The USD / CAD pair to watch on forex at the start of 2022


Currency pair of the week »USD / CAD

The United States and Canada are releasing employment reports this week. OPEC + is also meeting this week, which could move the price of oil, potentially affecting the Canadian dollar on forex.

Last month, the US Federal Reserve announced that it would double the pace of its reduction in its bond buying program, which will now end in March. Additionally, FOMC members noted that they saw 3 rate hikes in 2022 and 3 rate hikes in 2023! The outcome of the meeting was mainly due to the surge in inflation, which was last reported at 6.8% for November. This week traders will get the latest snapshot of employment data as the US releases nonfarm wages for December. 400,000 new jobs are expected to be added to the economy after being severely disappointing the previous month, adding only 210,000 jobs. Average hourly earnings are expected to increase to 0.4% month-on-month and the unemployment rate is expected to decline to 4.1%. The Fed should be comfortable with this data if it’s online, but there is always the risk that the impression will be lower due to the Omicron variant of the coronavirus.

Central banks: take off in perspective?

At the beginning of December 2021, the Bank of Canada left interest rates unchanged at 0.25% and maintained their forecast after ending their bond buying program the previous meeting. They indicated that inflation would remain high for the first half of 2022. A few days later, inflation for November was released at 4.7% year-on-year. Canada will release Job Change for December on Friday. Expectations are at +27,500 after a meteoric impression of +153,700 for November (made up of almost half of full-time jobs and half of part-time jobs). The unemployment rate is expected to remain unchanged at 6%.

In addition to the employment reports for the US and Canada this week that could affect the USD / CAD forex pair, OPEC + is meeting on Tuesday. After a tough decision at their December meeting to increase production by 400,000 barrels per day, OPEC + is expected to do the same this week. While there may be a pullback in global manufacturing, it should be brief. Therefore, the future demand should be there. In addition, countries that have freed oil from their reserves, such as the United States, United Kingdom, China and South Korea, among others, will need to restock at some point. This will further increase the demand. With the price of crude oil in the mid-1970s, OPEC should be happy to increase supply. Why is the OPEC + meeting so important for the USD / CAD pair? As an oil-exporting country, the price of the Canadian dollar is highly dependent on the oil price. Therefore, an increase in oil production can lower the price, thereby raising the price of the USD / CAD pair.

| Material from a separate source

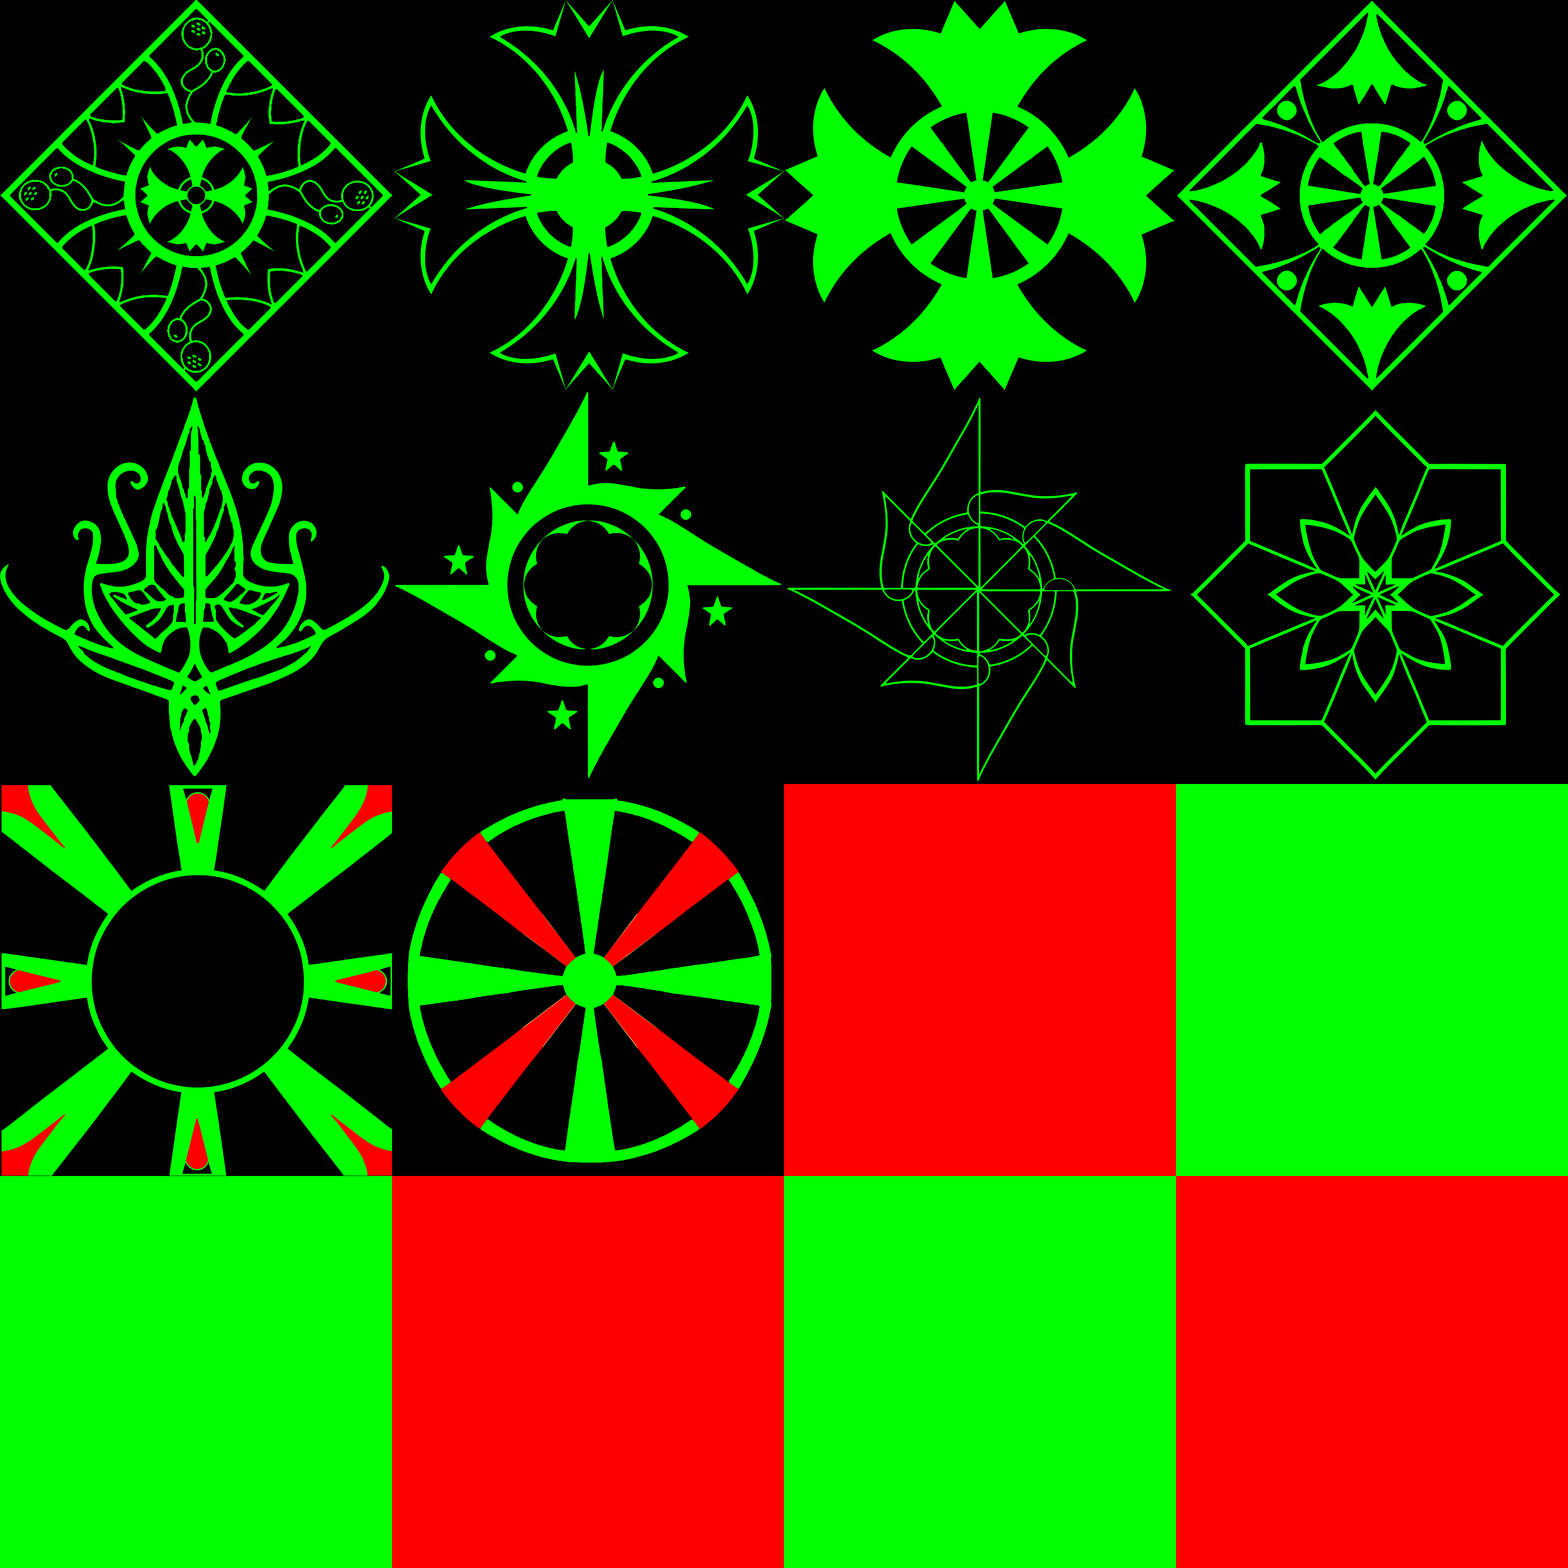
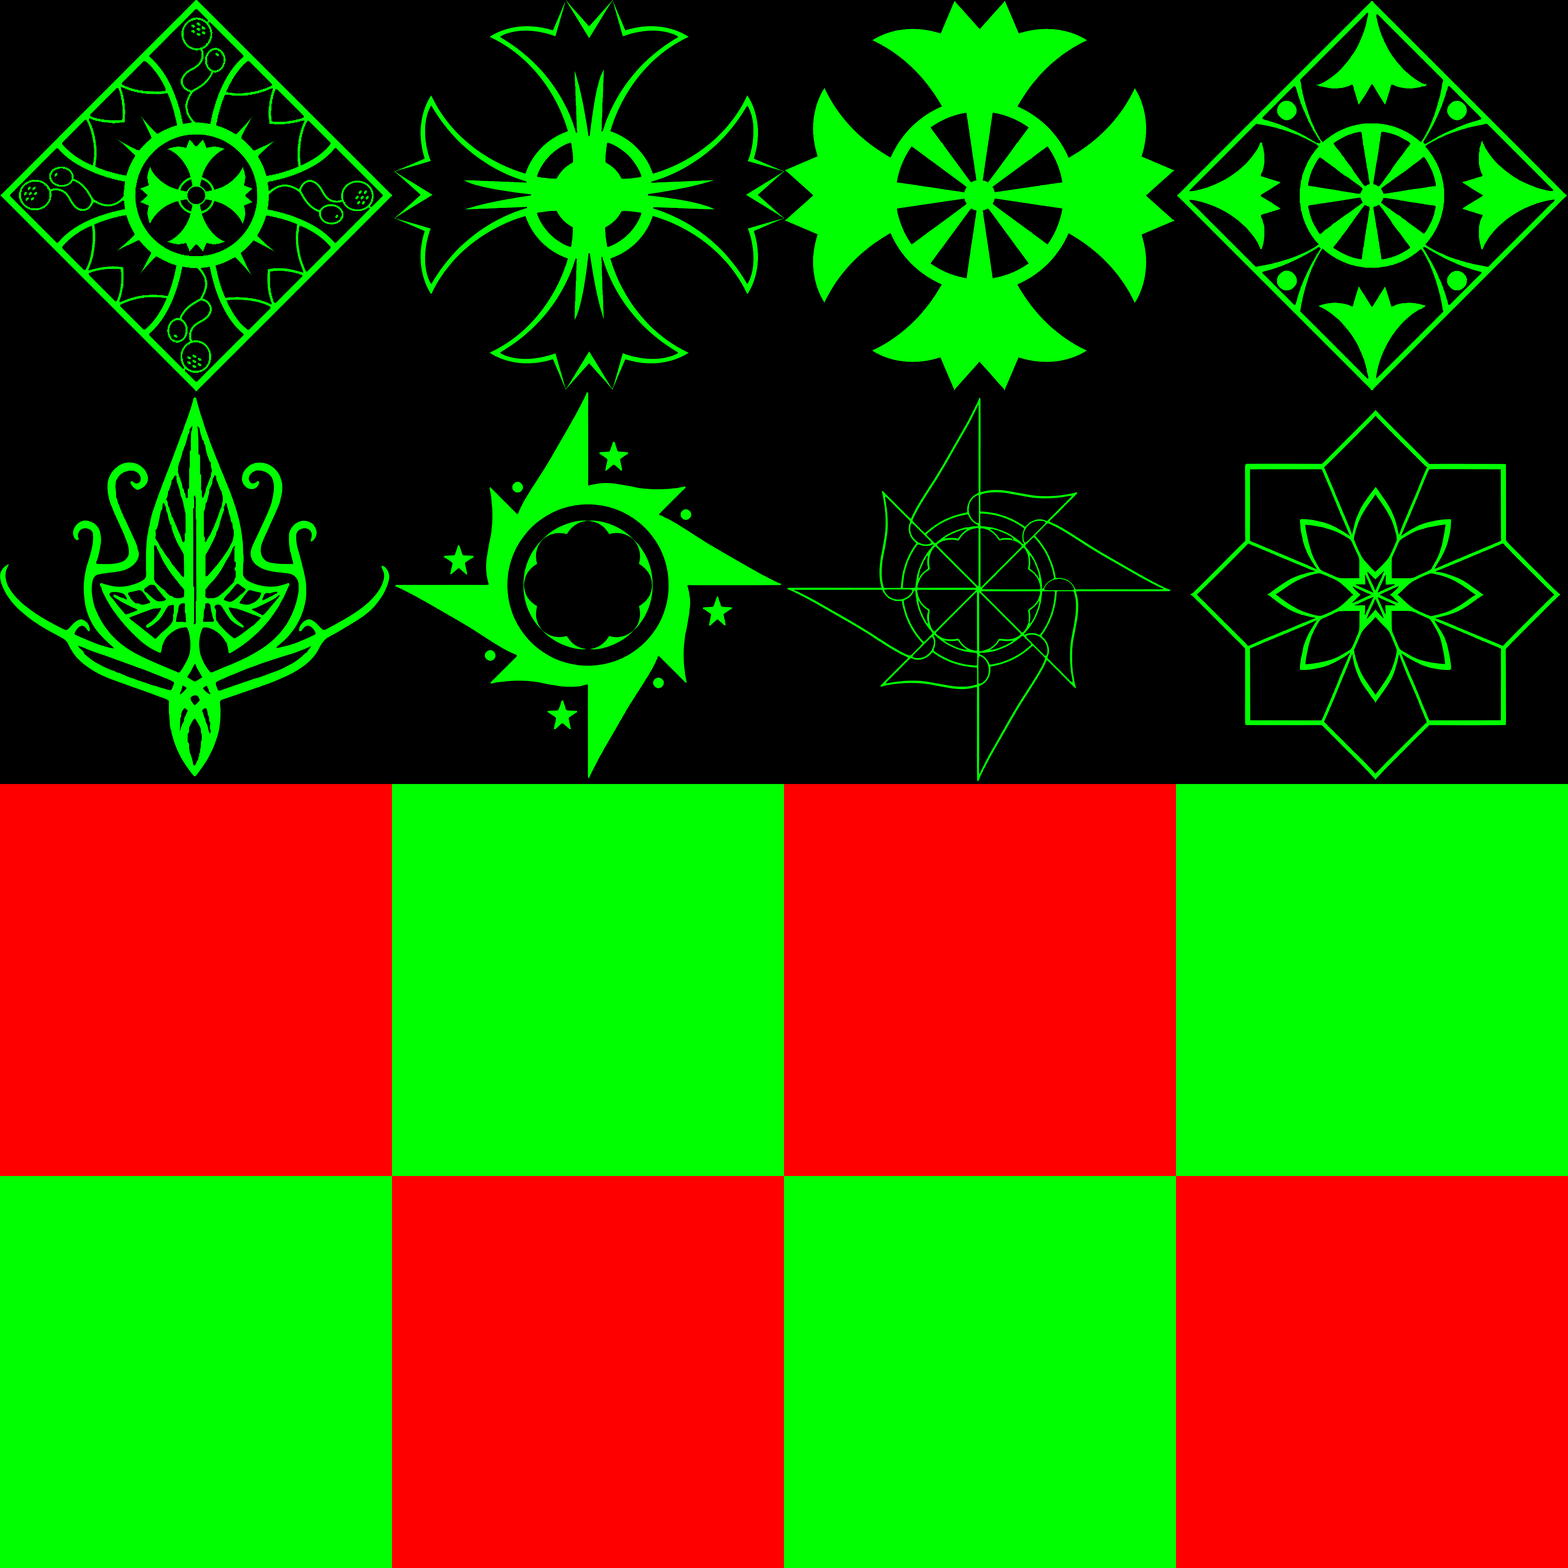
Revision of a layered (1568, 1568) image; what changed, layer by layer:
showed "Rectangle 2" (4th of 16, in "Rectangles") over (x1=0, y1=784, x2=392, y2=1176)
removed layer "RezFixer_result" (9th of 9, in "Rectangles") from group "Rectangles" over (x1=407, y1=798, x2=772, y2=1163)
removed layer "Layer 1" from group "Rectangles" over (x1=1, y1=785, x2=392, y2=1176)
showed "Rectangle 2" (8th of 16, in "Rectangles"), painted on it over (x1=389, y1=784, x2=784, y2=1176)

The USD / CAD price broke out of a downward wedge in June 2021 at 1.2340 and returned to near the 38.2% Fibonacci retracement level from March 2020 highs to June 2021 lows, hitting a low high of 1.2949. The price then retreated, creating a second downward wedge. After breaking higher on October 22, 2021 near 1.2350, the USD / CAD pair rebounded and tested the previous high, pulling it off a few pips and hitting a new high at 1.2964. The price then returned to the 50-day moving average near 1.2655 and so far has held steady. Will the USD / CAD pair form another higher low and move north on the forex?

Daily USD / CAD Chart

Source: Tradingview, Stone X

On the 4 hour chart, not only did the 50 day moving average support for the USD / CAD pair, but the 1.2600 / 1.2625 level also provided support. 1.2626 is the 50% retracement from December 8, 2021 lows to December 20, 2021 highs. Additionally, 1.2605 is the 38.2% Fibonacci retracement from October 21, 2021 lows to December 20, 2021 highs. that the RSI was diverging in oversold territory, an indication that the price may be ready to rise. There is a significant resistance level at 1.2765-1.2790 which consists of horizontal resistance and a trendline going back to October 27, 2021. Above there previous highs are at 1, 2847 and 1.2964. Support is at Friday low at 1.2606, ahead of previously mentioned support levels. Below 1.2606 is the 61.8% Fibonacci retracement level, from December 8 lows to December 20 highs at 1.2546.

USD / CAD 4 hour chart

usd / cad forex 03012021
Source: Tradingview, Stone X

The United States and Canada are releasing employment reports this week. OPEC + is also meeting this week, which could move the price of oil, potentially affecting the Canadian dollar. Therefore, the USD / CAD pair has the potential for good volatility in the forex this week.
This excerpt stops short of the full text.